Some of these tokes come with enclosing quotes, which we remove. The
other tokens might be ordinary labels, where we convert underscores to
blanks.
var tsc scanner.Scanner
tsc.Init(strings.NewReader(tree))
for t := tsc.Scan(); t != scanner.EOF;  t = tsc.Scan() {
	  text := tsc.TokenText()
	  if text[0] == '"' {
		  //<<Unquote token>>
	  } else {
		  //<<Convert underscores to blanks>>
	  }
	  tokens = append(tokens, text)
}
We import \ty{scanner}.
"text/scanner"
We unquote the token and check for errors.
var err error
text, err = strconv.Unquote(text)
if err != nil {
	  log.Fatalf("couldn't unquote %q\n", text)
}
We import \ty{strconv} and \ty{log}.
"strconv"
"log"
We convert all underscores to blanks.
text = strings.ReplaceAll(text, "_", " ")

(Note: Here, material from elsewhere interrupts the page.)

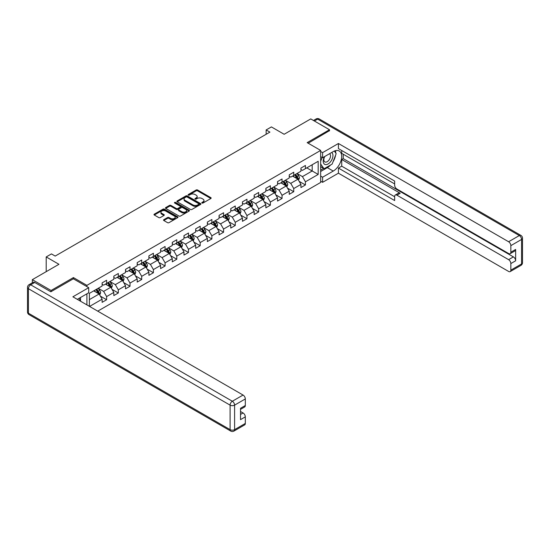 <?xml version="1.0" encoding="UTF-8"?>
<svg xmlns="http://www.w3.org/2000/svg" width="550" height="550" viewBox="0 0 550 550"><rect width="100%" height="100%" fill="white"/><g stroke="black" fill="none" stroke-linecap="round" stroke-linejoin="round"><path stroke-width="0.82" d="M202.001 203.019A0.729 0.419 0 0 0 203.032 203.019L210.849 198.509A1.038 0.598 0 0 0 211.159 198.083A1.038 0.598 0 0 0 210.849 197.656L197.608 190.011A1.038 0.598 0 0 0 196.137 190.011L188.313 194.521A0.729 0.419 0 0 0 189.344 195.119L190.355 194.535A3.327 1.925 0 0 1 195.064 194.535L196.171 195.174A3.327 1.925 0 0 1 197.147 196.529A3.327 1.925 0 0 1 196.171 197.89L195.161 198.474A0.729 0.419 0 0 0 196.192 199.072L197.202 198.488A3.327 1.925 0 0 1 201.912 198.488L203.012 199.121A3.327 1.925 0 0 1 203.988 200.482A3.327 1.925 0 0 1 203.012 201.843L202.001 202.428A0.729 0.419 0 0 0 202.001 203.019L202.001 202.428M163.831 219.663A1.038 0.598 0 0 0 163.522 220.089A1.038 0.598 0 0 0 163.831 220.516L167.544 222.661A1.038 0.598 0 0 0 169.015 222.661L177.698 217.649A1.038 0.598 0 0 0 178.008 217.222A1.038 0.598 0 0 0 177.698 216.796L164.457 209.151A1.038 0.598 0 0 0 162.986 209.151L154.303 214.163A1.038 0.598 0 0 0 153.993 214.589A1.038 0.598 0 0 0 154.303 215.009L158.792 217.601A1.038 0.598 0 0 0 160.263 217.601L163.976 215.456A1.038 0.598 0 0 0 164.285 215.029A1.038 0.598 0 0 0 163.976 214.61L161.748 213.324A2.784 1.609 0 0 1 160.937 212.183A2.784 1.609 0 0 1 162.656 210.698A2.784 1.609 0 0 1 165.688 211.049L174.405 216.081A2.784 1.609 0 0 1 175.223 217.222A2.784 1.609 0 0 1 173.504 218.708A2.784 1.609 0 0 1 170.472 218.357L169.015 217.518A1.038 0.598 0 0 0 167.544 217.518L163.831 219.663L163.831 220.516L167.544 218.384L167.544 217.518M329.498 130.9L329.498 129.731L310.757 118.91L284.144 134.276L271.404 126.919L266.152 129.944L269.906 132.11L55.193 256.073L51.446 253.907L46.2 256.939L46.2 271.652M73.411 278.836L73.411 277.585L51.074 290.482L32.333 279.661L58.946 264.296L46.2 256.939M73.411 277.585L86.907 285.374L320.657 150.418L320.657 182.449L97.742 311.149M329.498 129.731L307.161 142.629L320.657 150.418M190.431 209.447A1.038 0.598 0 0 0 191.902 209.447L200.585 204.435A1.038 0.598 0 0 0 200.887 204.009A1.038 0.598 0 0 0 200.585 203.583L187.344 195.938A1.038 0.598 0 0 0 185.866 195.938L177.183 200.949A1.038 0.598 0 0 0 176.88 201.376A1.038 0.598 0 0 0 177.183 201.802L190.431 209.447M174.941 203.177A0.729 0.419 0 0 1 175.677 203.28L175.677 202.414L189.145 210.189A1.038 0.598 0 0 1 189.447 210.616A1.038 0.598 0 0 1 189.145 211.042L180.462 216.054A1.038 0.598 0 0 1 178.991 216.054L165.743 208.402L169.462 206.278L169.462 205.411L165.743 207.556A1.038 0.598 0 0 0 165.44 207.982A1.038 0.598 0 0 0 165.743 208.402L165.743 207.556M169.462 206.278A1.038 0.598 0 0 1 170.933 206.278L170.933 205.411A1.038 0.598 0 0 0 169.462 205.411M170.933 205.411L176.303 208.512A1.038 0.598 0 0 0 177.774 208.512L180.242 207.089A1.038 0.598 0 0 0 180.544 206.663A1.038 0.598 0 0 0 180.242 206.236L174.646 203.012A0.729 0.419 0 0 1 175.677 202.414M32.333 282.782L32.333 279.661M51.074 290.482L51.074 291.651M86.907 304.893L86.907 293.817M86.907 286.626L86.907 285.374M100.361 296.127L106.624 299.743L106.624 296.581L113.823 292.428L113.823 295.591L118.319 292.992L118.319 289.829L125.517 285.677L125.517 288.839L130.013 286.241L130.013 283.078L137.211 278.926L137.211 282.081L141.708 279.489L141.708 276.327L148.906 272.174L148.906 275.33L153.402 272.738L153.402 269.576L160.6 265.423L160.6 268.579L165.096 265.987L165.096 262.824L172.294 258.672L172.294 261.827L176.791 259.229L176.791 256.073L183.989 251.914L183.989 255.076L188.485 252.478L188.485 249.322L195.683 245.163L195.683 248.325L200.179 245.726L200.179 242.571L207.377 238.411L207.377 241.574L211.881 238.975L211.881 235.812L219.072 231.66L219.072 234.822L223.575 232.224L223.575 229.061L230.766 224.909L230.766 228.071L235.269 225.472L235.269 222.31L242.468 218.157L242.468 221.313L246.964 218.721L246.964 215.559L254.162 211.406L254.162 214.562L258.658 211.97L258.658 208.808L265.856 204.655L265.856 207.811L270.353 205.219L270.353 202.056L277.551 197.904L277.551 201.059L282.047 198.461L282.047 195.305L289.245 191.146L289.245 194.308L293.741 191.709L293.741 188.554L300.939 184.394L300.939 187.557L305.436 184.958L305.436 181.803L318.182 174.439L318.182 161.281L312.187 164.746L312.187 170.981L318.182 174.439M106.624 299.743L102.128 302.342L102.128 299.179L89.567 306.433M89.382 306.322L89.382 293.384L102.128 286.021L102.128 282.865L106.624 280.266L106.624 283.429L113.823 279.269L113.823 276.114L118.319 273.515L118.319 276.678L125.517 272.518L125.517 269.363L130.013 266.764L130.013 269.919L137.211 265.767L137.211 262.604L141.708 260.012L141.708 263.168L148.906 259.016L148.906 255.853L153.402 253.261L153.402 256.417L160.6 252.264L160.6 249.102L165.096 246.503L165.096 249.666L172.294 245.513L172.294 242.351L176.791 239.752L176.791 242.914L183.989 238.762L183.989 235.599L188.485 233.001L188.485 236.163L195.683 232.004L195.683 228.848L200.179 226.249L200.179 229.412L207.377 225.252L207.377 222.097L211.881 219.498L211.881 222.661L219.072 218.501L219.072 215.346L223.575 212.747L223.575 215.909L230.766 211.75L230.766 208.594L235.269 205.996L235.269 209.151L242.468 204.999L242.468 201.836L246.964 199.244L246.964 202.4L254.162 198.248L254.162 195.085L258.658 192.493L258.658 195.649L265.856 191.496L265.856 188.334L270.353 185.735L270.353 188.897L277.551 184.745L277.551 181.583L282.047 178.984L282.047 182.146L289.245 177.994L289.245 174.831L293.741 172.233L293.741 175.395L300.939 171.236L300.939 168.08L305.436 165.481L305.436 168.644L318.182 161.281M105.421 284.116L110.818 287.238L103.627 291.39L98.223 288.276M102.128 284.295L103.627 285.154L106.624 283.429M103.627 291.39L106.624 296.581M110.818 287.238L113.823 292.428M117.116 277.365L122.512 280.486L115.321 284.639L109.924 281.524M113.823 277.537L115.321 278.403L118.319 276.678M115.321 284.639L118.319 289.829M122.512 280.486L125.517 285.677M128.81 270.614L134.214 273.728L127.016 277.887L121.619 274.773M125.517 270.786L127.016 271.652L130.013 269.919M127.016 277.887L130.013 283.078M134.214 273.728L137.211 278.926M140.511 263.863L145.908 266.977L138.71 271.136L133.313 268.015M137.211 264.034L138.71 264.901L141.708 263.168M138.71 271.136L141.708 276.327M145.908 266.977L148.906 272.174M152.206 257.111L157.603 260.226L150.404 264.385L145.007 261.264M148.906 257.283L150.404 258.149L153.402 256.417M150.404 264.385L153.402 269.576M157.603 260.226L160.6 265.423M163.9 250.36L169.297 253.474L162.099 257.627L156.702 254.512M160.6 250.532L162.099 251.398L165.096 249.666M162.099 257.627L165.096 262.824M169.297 253.474L172.294 258.672M175.594 243.609L180.991 246.723L173.793 250.876L168.396 247.761M172.294 243.781L173.793 244.647L176.791 242.914M173.793 250.876L176.791 256.073M180.991 246.723L183.989 251.914M187.289 236.857L192.686 239.972L185.488 244.124L180.091 241.01M183.989 237.029L185.488 237.896L188.485 236.163M185.488 244.124L188.485 249.322M192.686 239.972L195.683 245.163M198.983 230.099L204.38 233.221L197.182 237.373L191.785 234.259M195.683 230.278L197.182 231.144L200.179 229.412M197.182 237.373L200.179 242.571M204.38 233.221L207.377 238.411M210.678 223.348L216.074 226.469L208.876 230.622L203.479 227.508M207.377 223.527L208.876 224.386L211.881 222.661M208.876 230.622L211.881 235.812M216.074 226.469L219.072 231.66M222.372 216.597L227.769 219.718L220.571 223.871L215.174 220.756M219.072 216.769L220.571 217.635L223.575 215.909M220.571 223.871L223.575 229.061M227.769 219.718L230.766 224.909M234.066 209.846L239.463 212.96L232.272 217.119L226.868 214.005M230.766 210.018L232.272 210.884L235.269 209.151M232.272 217.119L235.269 222.31M239.463 212.96L242.468 218.157M245.761 203.094L251.157 206.209L243.966 210.368L238.562 207.247M242.468 203.266L243.966 204.133L246.964 202.4M243.966 210.368L246.964 215.559M251.157 206.209L254.162 211.406M257.455 196.343L262.852 199.458L255.661 203.617L250.264 200.496M254.162 196.515L255.661 197.381L258.658 195.649M255.661 203.617L258.658 208.808M262.852 199.458L265.856 204.655M269.149 189.592L274.553 192.706L267.355 196.859L261.958 193.744M265.856 189.764L267.355 190.63L270.353 188.897M267.355 196.859L270.353 202.056M274.553 192.706L277.551 197.904M280.851 182.841L286.248 185.955L279.049 190.107L273.653 186.993M277.551 183.012L279.049 183.879L282.047 182.146M279.049 190.107L282.047 195.305M286.248 185.955L289.245 191.146M292.545 176.089L297.942 179.204L290.744 183.356L285.347 180.242M289.245 176.261L290.744 177.127L293.741 175.395M290.744 183.356L293.741 188.554M297.942 179.204L300.939 184.394M306.783 167.86L312.187 170.981L302.438 176.605L297.041 173.491M300.939 169.51L302.438 170.376L305.436 168.644M302.438 176.605L305.436 181.803M266.152 129.944L266.152 134.276M89.382 299.613L99.124 293.989L93.727 290.868M99.124 293.989L102.128 299.179M299.179 181.349L305.436 184.958M287.485 188.1L293.741 191.709M275.791 194.851L282.047 198.461M264.089 201.603L270.353 205.219M252.395 208.354L258.658 211.97M240.701 215.105L246.964 218.721M229.006 221.856L235.269 225.472M217.312 228.607L223.575 232.224M205.617 235.359L211.881 238.975M193.923 242.117L200.179 245.726M182.229 248.868L188.485 252.478M170.534 255.619L176.791 259.229M158.84 262.371L165.096 265.987M147.146 269.122L153.402 272.738M135.451 275.873L141.708 279.489M123.75 282.624L130.013 286.241M112.056 289.376L118.319 292.992M202.297 203.122L203.012 202.709A3.327 1.925 0 0 0 203.988 201.348L203.988 200.482M197.147 196.529L197.147 197.395A3.327 1.925 0 0 1 196.171 198.756L195.449 199.169M210.836 198.516L197.608 190.877A1.038 0.598 0 0 0 196.137 190.877L188.609 195.222M200.585 203.583L200.585 204.435L187.344 196.804A1.038 0.598 0 0 0 185.866 196.804L177.196 201.809M198.749 204.304A0.729 0.419 0 0 0 198.749 203.713L187.117 196.996A0.729 0.419 0 0 0 186.093 196.996L185.02 197.615A3.327 1.925 0 0 0 184.051 198.976A3.327 1.925 0 0 0 185.02 200.331L192.968 204.923A3.327 1.925 0 0 0 197.677 204.923L198.749 204.304L198.749 205.171A0.729 0.419 0 0 0 198.962 204.875L198.962 204.009M184.051 198.976L184.051 199.843A3.327 1.925 0 0 0 185.02 201.197L185.02 200.331M198.749 205.171L197.677 205.789A3.327 1.925 0 0 1 192.968 205.789L185.02 201.197M170.933 206.278L176.303 209.378A1.038 0.598 0 0 0 177.774 209.378L180.242 207.955A1.038 0.598 0 0 0 180.544 207.529L180.544 206.663M175.677 203.28L189.131 211.049M181.878 211.729A2.784 1.609 0 0 0 184.91 212.08A2.784 1.609 0 0 0 186.629 210.595A2.784 1.609 0 0 0 185.811 209.454L182.744 207.68A1.038 0.598 0 0 0 181.273 207.68L178.805 209.103A1.038 0.598 0 0 0 178.502 209.529A1.038 0.598 0 0 0 178.805 209.956L181.878 211.729L181.878 212.596A2.784 1.609 0 0 0 184.91 212.946A2.784 1.609 0 0 0 186.629 211.461L186.629 210.595M178.502 209.529L178.502 210.396A1.038 0.598 0 0 0 178.805 210.822L178.805 209.956M181.878 212.596L178.805 210.822M175.223 217.222L175.223 218.089A2.784 1.609 0 0 1 173.504 219.574A2.784 1.609 0 0 1 170.472 219.223L169.015 218.384A1.038 0.598 0 0 0 167.544 218.384M160.937 212.183L160.937 213.049A2.784 1.609 0 0 0 161.748 214.191L161.748 213.324M163.976 214.61L163.976 215.456L161.748 214.191M177.698 216.796L177.698 217.649L164.457 210.018A1.038 0.598 0 0 0 162.986 210.018L154.316 215.022L154.303 214.163M298.533 180.228L299.427 177.98A2.812 1.622 -120 0 0 298.526 175.588L296.979 173.525M294.284 177.093L293.232 175.691M294.656 174.866L296.202 176.928A2.812 1.622 60 0 1 297.007 178.619C297.433 179.183 297.729 179.011 297.907 178.104A2.812 1.622 -120 0 0 297.103 176.413L295.556 174.35M294.855 174.756L296.567 177.045A1.43 0.825 60 0 1 296.828 177.478L297.907 178.104M324.459 156.667A6.889 3.981 120 0 0 325.641 164.622A6.889 3.981 120 0 0 331.863 159.692A6.889 3.981 120 0 0 331.698 152.488M324.844 156.441A4.716 2.723 120 0 0 324.83 161.913A4.716 2.723 120 0 0 325.524 162.126A4.716 2.723 120 0 0 329.835 158.647A4.716 2.723 120 0 0 329.546 153.746A4.716 2.723 120 0 0 329.532 153.732M334.331 151.044L336.174 153.67L332.124 164.099L324.032 168.774L320.657 166.506M324.032 168.774L320.657 163.969M320.657 161.281L322.135 157.465M79.097 298.32L80.829 301.386M320.657 156.613L322.603 157.733L322.603 152.625L338.422 143.495L508.599 241.746L519.317 235.558L317.659 119.13L314.394 121.007M322.603 157.733L333.252 151.587A11.928 6.889 120 0 1 339.212 150.996A11.928 6.889 120 0 1 341.041 160.559A11.928 6.889 120 0 1 333.252 171.064L322.603 177.21L322.603 182.318L338.422 173.188L338.422 168.08L394.646 200.544L394.646 196.474A3.183 1.836 -120 0 1 395.306 195.016A3.183 1.836 -120 0 1 396.901 195.174L508.599 259.662L513.398 256.891A3.183 1.836 60 0 1 515.646 260.789L515.646 249.452A3.183 1.836 60 0 1 514.986 250.903L510.187 253.674A3.183 1.836 -120 0 0 510.847 252.216L510.847 245.644A3.183 1.836 -120 0 0 508.599 241.746M343.221 154.227L343.221 158.641L341.722 159.507L341.722 166.176L338.422 168.08M341.722 150.507L341.722 153.361L394.646 183.92M510.187 253.674A3.183 1.836 -120 0 1 508.599 253.516L396.901 189.028A3.183 1.836 -120 0 1 394.646 185.13L394.646 181.067L338.422 148.603L338.422 143.495M320.657 151.504L322.603 152.625M320.657 181.191L322.603 182.318M320.657 176.089L322.603 177.21M338.422 173.188L508.599 271.439A3.183 1.836 -120 0 0 510.187 271.597A3.183 1.836 -120 0 0 510.847 270.139L510.847 263.56A3.183 1.836 -120 0 0 508.599 259.662M329.498 130.639L308.172 143.213M341.722 159.507L400.194 193.27L396.901 195.174M343.221 158.641L513.398 256.891M341.722 166.176L394.646 196.735M395.306 195.016L398.606 193.112A3.183 1.836 60 0 1 400.194 193.27M320.657 171.497L327.326 167.647A11.928 6.889 120 0 0 330.632 164.959M332.998 161.838A11.928 6.889 120 0 0 335.569 155.224M335.761 153.086A11.928 6.889 120 0 0 335.466 150.652M320.657 170.115L323.503 168.465M320.657 167.516L321.255 167.172M34.726 282.473L30.683 284.811A3.183 1.836 -120 0 0 29.088 284.653L33.138 282.315A3.183 1.836 60 0 1 34.726 282.473L50.847 291.782L73.336 278.795L88.708 287.671L88.708 292.772L78.059 298.918A11.928 6.889 120 0 0 77.344 299.372M88.708 287.671L72.889 296.801L243.066 395.051A3.183 1.836 60 0 1 245.314 398.949L245.314 405.522A3.183 1.836 60 0 1 244.654 406.979L240.515 409.372M80.534 300.362L80.534 297.495M240.515 414.439L243.066 412.967A3.183 1.836 60 0 1 245.314 416.866L245.314 423.445A3.183 1.836 60 0 1 244.654 424.902L233.936 431.09A3.183 1.836 -120 0 0 234.596 429.632L245.314 423.445M245.314 405.522L240.515 408.293L240.515 419.636L245.314 416.866M243.066 412.967L240.515 411.496M286.839 186.979L287.732 184.731A2.812 1.622 -120 0 0 286.832 182.339L285.285 180.276M282.59 183.844L281.538 182.442M282.961 181.617L284.508 183.686A2.812 1.622 60 0 1 285.312 185.371C285.732 185.941 286.034 185.762 286.213 184.855A2.812 1.622 -120 0 0 285.409 183.164L283.862 181.101M283.154 181.507L284.873 183.796A1.43 0.825 60 0 1 285.134 184.229L286.213 184.855M275.144 193.731L276.031 191.489A2.812 1.622 -120 0 0 275.137 189.097L273.591 187.028M270.896 190.596L269.844 189.193M271.267 188.368L272.814 190.438A2.812 1.622 60 0 1 273.618 192.129C274.038 192.692 274.34 192.514 274.519 191.606A2.812 1.622 -120 0 0 273.714 189.915L272.168 187.853M271.459 188.258L273.178 190.548A1.43 0.825 60 0 1 273.439 190.981L274.519 191.606M263.45 200.482L264.337 198.241A2.812 1.622 -120 0 0 263.443 195.848L261.896 193.779M259.201 197.347L258.149 195.944M259.572 195.119L261.119 197.189A2.812 1.622 60 0 1 261.924 198.88C262.343 199.444 262.646 199.272 262.824 198.357A2.812 1.622 -120 0 0 262.02 196.666L260.473 194.604M259.765 195.009L261.484 197.299A1.43 0.825 60 0 1 261.745 197.732L262.824 198.357M251.756 207.24L252.643 204.992A2.812 1.622 -120 0 0 251.749 202.599L250.202 200.53M247.5 204.098L246.455 202.696M247.878 201.871L249.425 203.94A2.812 1.622 60 0 1 250.229 205.631C250.649 206.195 250.951 206.023 251.13 205.109A2.812 1.622 -120 0 0 250.326 203.417L248.779 201.355M248.071 201.761L249.789 204.05A1.43 0.825 60 0 1 250.051 204.49L251.13 205.109M240.054 213.991L240.948 211.743A2.812 1.622 -120 0 0 240.054 209.351L238.508 207.281M235.806 210.849L234.754 209.447M236.184 208.629L237.731 210.691A2.812 1.622 60 0 1 238.535 212.383C238.954 212.946 239.257 212.774 239.436 211.86A2.812 1.622 -120 0 0 238.631 210.169L237.084 208.106M236.376 208.512L238.095 210.801A1.43 0.825 60 0 1 238.356 211.241L239.436 211.86M228.36 220.742L229.254 218.494A2.812 1.622 -120 0 0 228.36 216.102L226.813 214.039M224.111 217.601L223.059 216.198M224.489 215.38L226.036 217.442A2.812 1.622 60 0 1 226.841 219.134C227.26 219.697 227.562 219.526 227.734 218.611A2.812 1.622 -120 0 0 226.937 216.927L225.383 214.857M224.682 215.263L226.401 217.559A1.43 0.825 60 0 1 226.662 217.992L227.734 218.611M216.666 227.494L217.559 225.246A2.812 1.622 -120 0 0 216.666 222.853L215.119 220.791M212.417 224.359L211.365 222.949M212.795 222.131L214.342 224.194A2.812 1.622 60 0 1 215.146 225.885C215.566 226.449 215.868 226.277 216.04 225.369A2.812 1.622 -120 0 0 215.236 223.678L213.689 221.609M212.988 222.014L214.706 224.311A1.43 0.825 60 0 1 214.961 224.744L216.04 225.369M204.971 234.245L205.865 231.997A2.812 1.622 -120 0 0 204.971 229.604L203.417 227.542M200.722 231.11L199.671 229.708M201.094 228.883L202.641 230.945A2.812 1.622 60 0 1 203.445 232.636C203.871 233.2 204.167 233.028 204.346 232.121A2.812 1.622 -120 0 0 203.541 230.429L201.994 228.36M201.293 228.766L203.012 231.062A1.43 0.825 60 0 1 203.266 231.495L204.346 232.121M193.277 240.996L194.171 238.748A2.812 1.622 -120 0 0 193.27 236.356L191.723 234.293M189.028 237.861L187.976 236.459M189.399 235.634L190.946 237.696A2.812 1.622 60 0 1 191.751 239.387C192.177 239.951 192.472 239.779 192.651 238.872A2.812 1.622 -120 0 0 191.847 237.181L190.3 235.118M189.599 235.524L191.317 237.813A1.43 0.825 60 0 1 191.572 238.246L192.651 238.872M181.583 247.748L182.476 245.499A2.812 1.622 -120 0 0 181.576 243.107L180.029 241.044M177.334 244.613L176.282 243.21M177.705 242.385L179.252 244.454A2.812 1.622 60 0 1 180.056 246.139C180.482 246.709 180.778 246.531 180.957 245.623A2.812 1.622 -120 0 0 180.153 243.932L178.606 241.869M177.904 242.275L179.616 244.564A1.43 0.825 60 0 1 179.877 244.998L180.957 245.623M169.888 254.499L170.782 252.258A2.812 1.622 -120 0 0 169.881 249.865L168.334 247.796M165.639 251.364L164.588 249.961M166.011 249.136L167.558 251.206A2.812 1.622 60 0 1 168.362 252.897C168.788 253.461 169.084 253.282 169.262 252.374A2.812 1.622 -120 0 0 168.458 250.683L166.911 248.621M166.21 249.026L167.922 251.316A1.43 0.825 60 0 1 168.183 251.749L169.262 252.374M158.194 261.25L159.088 259.009A2.812 1.622 -120 0 0 158.187 256.616L156.64 254.547M153.945 258.115L152.893 256.712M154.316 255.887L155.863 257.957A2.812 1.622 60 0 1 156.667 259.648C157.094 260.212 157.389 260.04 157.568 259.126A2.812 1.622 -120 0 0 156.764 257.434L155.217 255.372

We iterate across the tokens and classify them into tree elements.
i := 0
v := root
for i < len(tokens) {
	  t := tokens[i]
	  //<<Classify token>>
	  i++
}
root = v
There are five syntactic tokens, left and right parenthesis, comma,
colon, and semicolon. They each cause an operation on the tree:
\begin{center}
  \begin{tabular}{cl}
    \hline
    Token & Action\\\hline
    ( & Add child\\
    ) & Move to parent\\
    , & Add sibling\\
    : & Add branch length\\
    ; & Break from loop and return tree\\\hline
  \end{tabular}
\end{center}
If none of these apply, the token is a node label.
//<<Add child?>>
//<<Move to parent?>>
//<<Add sibling?>>
//<<Add branch length?>>
//<<Tree finished?>>
//<<Add label?>>
On a left parenthesis we add a child to our current node and
move to it. If the current node is nil, we initialize it first.
if t == "(" {
	  if v == nil {
		  v = NewNode()
	  }
	  v.AddChild(NewNode())
	  v = v.Child
}
On a right parenthesis we move to the parent.
if t == ")" {
	  v = v.Parent
}
On a comma, we add a sibling with the same parent as the current node
and move to it.
if t == "," {
	  s := NewNode()
	  s.Parent = v.Parent
	  v.Sib = s
	  v = v.Sib
}
On a leading colon we add a branch length.
if t[0] == ':' {
	  l, err := strconv.ParseFloat(t[1:], 64)
	  if err != nil {
		  log.Fatalf("didn't understand %q\n", t[1:])
	  }
	  v.Length = l
	  v.HasLength = true
}
On a semicolon the tree is finished and we break from the loop.
if t == ";" {
	  break
}
If none of the above, we are dealing with part of a label, if not the
full label.
if strings.IndexAny(t[:1], ")(,:;") == -1 {
	  v.Label += t
}
The package is finished, time to test it.